### What is being asked
Pick every line out of the entries below that has the string "blank", and copy it.

*** Records for the task ***

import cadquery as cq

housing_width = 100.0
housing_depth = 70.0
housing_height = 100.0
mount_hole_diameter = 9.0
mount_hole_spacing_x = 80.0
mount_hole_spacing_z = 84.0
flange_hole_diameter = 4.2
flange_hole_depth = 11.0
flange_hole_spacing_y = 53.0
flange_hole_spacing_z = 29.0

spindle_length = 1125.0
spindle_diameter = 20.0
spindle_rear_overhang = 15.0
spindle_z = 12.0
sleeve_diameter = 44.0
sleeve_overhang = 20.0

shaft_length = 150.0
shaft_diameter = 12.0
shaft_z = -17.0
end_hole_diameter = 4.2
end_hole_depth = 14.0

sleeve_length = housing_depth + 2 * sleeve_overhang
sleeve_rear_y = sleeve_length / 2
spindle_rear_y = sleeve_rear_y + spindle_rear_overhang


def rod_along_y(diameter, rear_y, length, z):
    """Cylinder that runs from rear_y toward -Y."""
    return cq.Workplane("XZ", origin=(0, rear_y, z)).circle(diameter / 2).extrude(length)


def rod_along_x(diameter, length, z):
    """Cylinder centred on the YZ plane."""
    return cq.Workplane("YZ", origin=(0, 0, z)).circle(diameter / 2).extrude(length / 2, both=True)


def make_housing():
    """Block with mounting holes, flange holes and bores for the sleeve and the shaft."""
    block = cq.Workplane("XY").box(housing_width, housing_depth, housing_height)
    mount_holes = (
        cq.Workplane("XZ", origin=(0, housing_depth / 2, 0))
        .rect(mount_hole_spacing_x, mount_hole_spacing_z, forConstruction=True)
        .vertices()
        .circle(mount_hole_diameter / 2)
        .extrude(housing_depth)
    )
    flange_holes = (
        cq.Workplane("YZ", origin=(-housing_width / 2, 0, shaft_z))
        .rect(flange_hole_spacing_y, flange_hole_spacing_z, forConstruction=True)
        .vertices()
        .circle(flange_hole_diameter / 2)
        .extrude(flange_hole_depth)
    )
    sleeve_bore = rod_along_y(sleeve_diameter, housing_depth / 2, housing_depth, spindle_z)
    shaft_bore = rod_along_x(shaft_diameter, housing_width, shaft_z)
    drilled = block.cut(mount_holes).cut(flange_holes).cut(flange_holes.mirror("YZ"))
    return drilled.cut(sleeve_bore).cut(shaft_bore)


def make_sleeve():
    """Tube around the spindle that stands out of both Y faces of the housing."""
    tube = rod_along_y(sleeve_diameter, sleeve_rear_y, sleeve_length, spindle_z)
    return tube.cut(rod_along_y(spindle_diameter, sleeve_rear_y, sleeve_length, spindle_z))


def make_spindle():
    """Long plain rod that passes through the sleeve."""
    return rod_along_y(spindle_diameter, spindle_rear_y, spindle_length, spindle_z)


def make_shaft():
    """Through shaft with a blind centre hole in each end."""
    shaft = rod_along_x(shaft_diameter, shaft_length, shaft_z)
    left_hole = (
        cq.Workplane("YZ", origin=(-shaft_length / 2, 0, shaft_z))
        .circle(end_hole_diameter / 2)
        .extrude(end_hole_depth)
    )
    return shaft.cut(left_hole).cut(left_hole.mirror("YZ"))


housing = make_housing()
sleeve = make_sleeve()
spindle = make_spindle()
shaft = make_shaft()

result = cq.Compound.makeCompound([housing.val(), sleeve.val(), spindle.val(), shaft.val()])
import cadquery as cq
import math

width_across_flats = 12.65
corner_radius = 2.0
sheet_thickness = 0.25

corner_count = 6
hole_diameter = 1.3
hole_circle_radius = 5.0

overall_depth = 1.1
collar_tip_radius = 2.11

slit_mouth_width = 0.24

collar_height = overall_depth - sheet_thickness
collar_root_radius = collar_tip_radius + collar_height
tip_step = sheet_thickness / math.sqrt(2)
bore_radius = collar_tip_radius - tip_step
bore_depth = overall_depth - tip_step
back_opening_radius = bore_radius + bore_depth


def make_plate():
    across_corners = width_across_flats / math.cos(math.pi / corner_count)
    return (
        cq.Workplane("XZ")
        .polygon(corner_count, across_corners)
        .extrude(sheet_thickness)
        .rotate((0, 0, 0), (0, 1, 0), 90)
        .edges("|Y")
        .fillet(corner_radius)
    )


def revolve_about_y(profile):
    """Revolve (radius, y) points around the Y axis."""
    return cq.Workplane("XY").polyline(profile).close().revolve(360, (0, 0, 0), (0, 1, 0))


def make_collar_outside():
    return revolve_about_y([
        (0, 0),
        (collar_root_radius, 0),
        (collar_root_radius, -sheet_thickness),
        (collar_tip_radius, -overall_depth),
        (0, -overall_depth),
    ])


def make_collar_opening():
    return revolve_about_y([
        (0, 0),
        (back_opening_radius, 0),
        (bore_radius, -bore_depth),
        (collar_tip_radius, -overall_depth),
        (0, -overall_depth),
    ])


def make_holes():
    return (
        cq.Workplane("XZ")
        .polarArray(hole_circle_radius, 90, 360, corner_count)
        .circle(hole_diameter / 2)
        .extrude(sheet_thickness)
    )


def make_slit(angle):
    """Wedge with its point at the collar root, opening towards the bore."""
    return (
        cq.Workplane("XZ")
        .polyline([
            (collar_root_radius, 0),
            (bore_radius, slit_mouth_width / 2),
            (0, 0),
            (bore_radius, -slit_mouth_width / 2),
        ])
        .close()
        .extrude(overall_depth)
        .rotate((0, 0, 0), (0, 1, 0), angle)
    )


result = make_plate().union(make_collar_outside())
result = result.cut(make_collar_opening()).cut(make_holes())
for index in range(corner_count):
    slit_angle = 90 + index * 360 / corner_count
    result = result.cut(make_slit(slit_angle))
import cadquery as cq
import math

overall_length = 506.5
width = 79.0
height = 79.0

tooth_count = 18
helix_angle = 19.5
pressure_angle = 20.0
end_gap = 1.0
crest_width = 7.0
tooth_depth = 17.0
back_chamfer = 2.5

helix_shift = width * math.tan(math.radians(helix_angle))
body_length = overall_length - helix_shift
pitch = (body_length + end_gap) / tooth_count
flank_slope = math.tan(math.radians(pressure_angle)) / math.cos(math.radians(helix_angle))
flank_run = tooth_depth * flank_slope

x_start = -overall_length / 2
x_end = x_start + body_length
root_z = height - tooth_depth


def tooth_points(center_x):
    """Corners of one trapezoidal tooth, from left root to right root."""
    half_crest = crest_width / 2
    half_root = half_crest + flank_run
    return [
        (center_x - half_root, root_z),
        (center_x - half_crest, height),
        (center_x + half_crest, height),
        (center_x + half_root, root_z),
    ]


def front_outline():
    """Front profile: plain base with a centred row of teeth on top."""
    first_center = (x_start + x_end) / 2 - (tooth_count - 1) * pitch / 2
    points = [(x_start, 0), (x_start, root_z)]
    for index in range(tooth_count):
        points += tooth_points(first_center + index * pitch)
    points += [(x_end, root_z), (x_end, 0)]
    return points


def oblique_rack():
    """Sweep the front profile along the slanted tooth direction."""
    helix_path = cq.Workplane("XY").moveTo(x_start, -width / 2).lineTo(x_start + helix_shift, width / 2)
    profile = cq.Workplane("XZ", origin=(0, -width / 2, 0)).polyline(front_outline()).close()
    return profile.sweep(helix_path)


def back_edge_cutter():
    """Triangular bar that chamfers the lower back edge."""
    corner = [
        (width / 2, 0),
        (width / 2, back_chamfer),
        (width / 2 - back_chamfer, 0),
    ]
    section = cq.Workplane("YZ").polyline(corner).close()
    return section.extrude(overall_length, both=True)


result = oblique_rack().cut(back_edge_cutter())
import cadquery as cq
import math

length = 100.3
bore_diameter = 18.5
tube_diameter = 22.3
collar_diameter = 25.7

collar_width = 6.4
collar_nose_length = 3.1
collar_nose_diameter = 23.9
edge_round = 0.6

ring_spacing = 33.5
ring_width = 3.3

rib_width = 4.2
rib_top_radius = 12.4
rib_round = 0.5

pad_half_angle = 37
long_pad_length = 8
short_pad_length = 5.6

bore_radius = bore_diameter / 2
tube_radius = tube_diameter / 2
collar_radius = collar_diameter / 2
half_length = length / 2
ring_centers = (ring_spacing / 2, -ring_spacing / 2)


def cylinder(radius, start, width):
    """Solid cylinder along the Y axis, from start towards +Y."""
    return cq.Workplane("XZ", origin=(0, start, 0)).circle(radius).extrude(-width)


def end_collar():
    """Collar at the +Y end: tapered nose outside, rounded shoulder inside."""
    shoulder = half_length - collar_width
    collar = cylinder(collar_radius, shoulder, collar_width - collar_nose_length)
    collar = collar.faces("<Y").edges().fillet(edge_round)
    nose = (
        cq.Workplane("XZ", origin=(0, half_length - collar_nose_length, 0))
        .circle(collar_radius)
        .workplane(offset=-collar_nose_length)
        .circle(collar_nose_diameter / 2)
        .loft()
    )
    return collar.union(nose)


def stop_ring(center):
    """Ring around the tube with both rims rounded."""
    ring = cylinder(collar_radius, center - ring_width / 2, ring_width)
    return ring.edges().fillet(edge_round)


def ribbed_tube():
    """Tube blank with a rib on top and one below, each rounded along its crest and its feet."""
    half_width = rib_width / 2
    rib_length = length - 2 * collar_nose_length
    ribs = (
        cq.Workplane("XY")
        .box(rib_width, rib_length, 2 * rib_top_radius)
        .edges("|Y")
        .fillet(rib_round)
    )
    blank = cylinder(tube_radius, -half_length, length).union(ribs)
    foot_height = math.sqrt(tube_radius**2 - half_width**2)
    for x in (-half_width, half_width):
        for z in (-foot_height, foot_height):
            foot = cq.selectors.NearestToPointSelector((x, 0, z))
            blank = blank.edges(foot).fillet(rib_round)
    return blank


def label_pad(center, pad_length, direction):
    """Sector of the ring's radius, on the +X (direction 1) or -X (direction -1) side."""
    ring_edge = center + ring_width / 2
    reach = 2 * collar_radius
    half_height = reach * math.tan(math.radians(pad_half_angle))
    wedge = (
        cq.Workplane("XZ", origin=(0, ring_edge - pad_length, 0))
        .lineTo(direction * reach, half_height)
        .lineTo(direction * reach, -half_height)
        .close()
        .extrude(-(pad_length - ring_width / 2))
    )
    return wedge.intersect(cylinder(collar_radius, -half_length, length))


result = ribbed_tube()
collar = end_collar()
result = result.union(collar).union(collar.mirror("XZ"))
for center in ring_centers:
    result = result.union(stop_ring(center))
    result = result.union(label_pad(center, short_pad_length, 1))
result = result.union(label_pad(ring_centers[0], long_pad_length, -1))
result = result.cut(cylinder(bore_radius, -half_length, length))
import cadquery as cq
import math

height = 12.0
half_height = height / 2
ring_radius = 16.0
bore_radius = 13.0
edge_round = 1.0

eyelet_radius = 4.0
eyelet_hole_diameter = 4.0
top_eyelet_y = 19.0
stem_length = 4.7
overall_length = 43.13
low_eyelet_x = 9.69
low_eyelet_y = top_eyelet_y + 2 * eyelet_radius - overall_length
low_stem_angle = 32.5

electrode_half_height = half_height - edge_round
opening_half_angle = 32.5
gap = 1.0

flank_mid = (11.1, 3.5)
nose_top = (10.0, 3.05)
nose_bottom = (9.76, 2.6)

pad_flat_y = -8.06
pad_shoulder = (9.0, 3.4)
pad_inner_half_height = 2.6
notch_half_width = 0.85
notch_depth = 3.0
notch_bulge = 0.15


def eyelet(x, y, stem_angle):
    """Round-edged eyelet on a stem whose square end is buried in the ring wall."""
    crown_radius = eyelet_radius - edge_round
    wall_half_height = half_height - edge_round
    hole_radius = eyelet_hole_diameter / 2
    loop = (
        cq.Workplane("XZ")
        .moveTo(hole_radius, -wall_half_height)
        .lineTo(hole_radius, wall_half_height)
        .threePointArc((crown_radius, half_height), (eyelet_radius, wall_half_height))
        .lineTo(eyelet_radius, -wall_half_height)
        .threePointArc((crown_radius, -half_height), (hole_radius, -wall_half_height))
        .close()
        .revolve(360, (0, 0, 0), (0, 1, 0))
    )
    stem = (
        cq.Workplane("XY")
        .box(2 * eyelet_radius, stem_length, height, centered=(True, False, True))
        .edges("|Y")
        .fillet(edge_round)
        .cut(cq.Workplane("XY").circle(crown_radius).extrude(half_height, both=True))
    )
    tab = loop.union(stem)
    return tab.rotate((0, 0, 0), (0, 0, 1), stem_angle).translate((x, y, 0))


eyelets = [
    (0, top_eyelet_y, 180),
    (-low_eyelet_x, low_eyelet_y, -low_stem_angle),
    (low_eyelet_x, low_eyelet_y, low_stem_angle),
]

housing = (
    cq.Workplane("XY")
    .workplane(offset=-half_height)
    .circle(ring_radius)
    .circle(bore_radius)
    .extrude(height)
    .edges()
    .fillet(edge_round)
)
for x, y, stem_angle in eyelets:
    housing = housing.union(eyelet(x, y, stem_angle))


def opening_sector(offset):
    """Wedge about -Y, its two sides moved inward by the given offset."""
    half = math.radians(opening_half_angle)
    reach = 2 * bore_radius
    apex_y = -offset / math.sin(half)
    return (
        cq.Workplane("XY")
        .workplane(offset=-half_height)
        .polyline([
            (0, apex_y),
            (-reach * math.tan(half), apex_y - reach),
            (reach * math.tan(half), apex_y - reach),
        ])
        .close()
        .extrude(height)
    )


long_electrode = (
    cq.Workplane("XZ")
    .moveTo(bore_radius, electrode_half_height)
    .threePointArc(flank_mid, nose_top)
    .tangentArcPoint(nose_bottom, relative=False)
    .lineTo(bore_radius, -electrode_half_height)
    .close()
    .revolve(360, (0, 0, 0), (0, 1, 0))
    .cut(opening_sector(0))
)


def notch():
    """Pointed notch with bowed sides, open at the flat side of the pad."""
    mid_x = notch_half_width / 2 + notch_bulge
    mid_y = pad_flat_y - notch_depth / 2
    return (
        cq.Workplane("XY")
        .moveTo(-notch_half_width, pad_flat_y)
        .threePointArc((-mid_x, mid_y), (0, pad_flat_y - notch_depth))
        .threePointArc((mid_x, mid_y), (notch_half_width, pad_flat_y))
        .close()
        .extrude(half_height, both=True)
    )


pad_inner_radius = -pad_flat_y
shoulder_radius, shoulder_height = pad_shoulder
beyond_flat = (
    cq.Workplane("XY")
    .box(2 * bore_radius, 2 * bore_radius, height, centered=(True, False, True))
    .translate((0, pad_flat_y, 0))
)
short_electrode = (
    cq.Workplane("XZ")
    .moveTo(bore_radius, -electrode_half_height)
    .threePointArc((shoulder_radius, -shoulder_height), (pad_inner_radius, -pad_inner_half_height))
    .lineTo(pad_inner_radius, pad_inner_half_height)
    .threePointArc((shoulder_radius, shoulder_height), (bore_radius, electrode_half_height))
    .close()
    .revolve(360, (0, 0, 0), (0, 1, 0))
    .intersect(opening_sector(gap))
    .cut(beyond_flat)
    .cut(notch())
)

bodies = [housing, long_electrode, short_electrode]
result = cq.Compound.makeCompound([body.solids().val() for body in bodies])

*** End of Records for the task ***

### Your solution
    """Tube blank with a rib on top and one below, each rounded along its crest and its feet."""
    blank = cylinder(tube_radius, -half_length, length).union(ribs)
            blank = blank.edges(foot).fillet(rib_round)
    return blank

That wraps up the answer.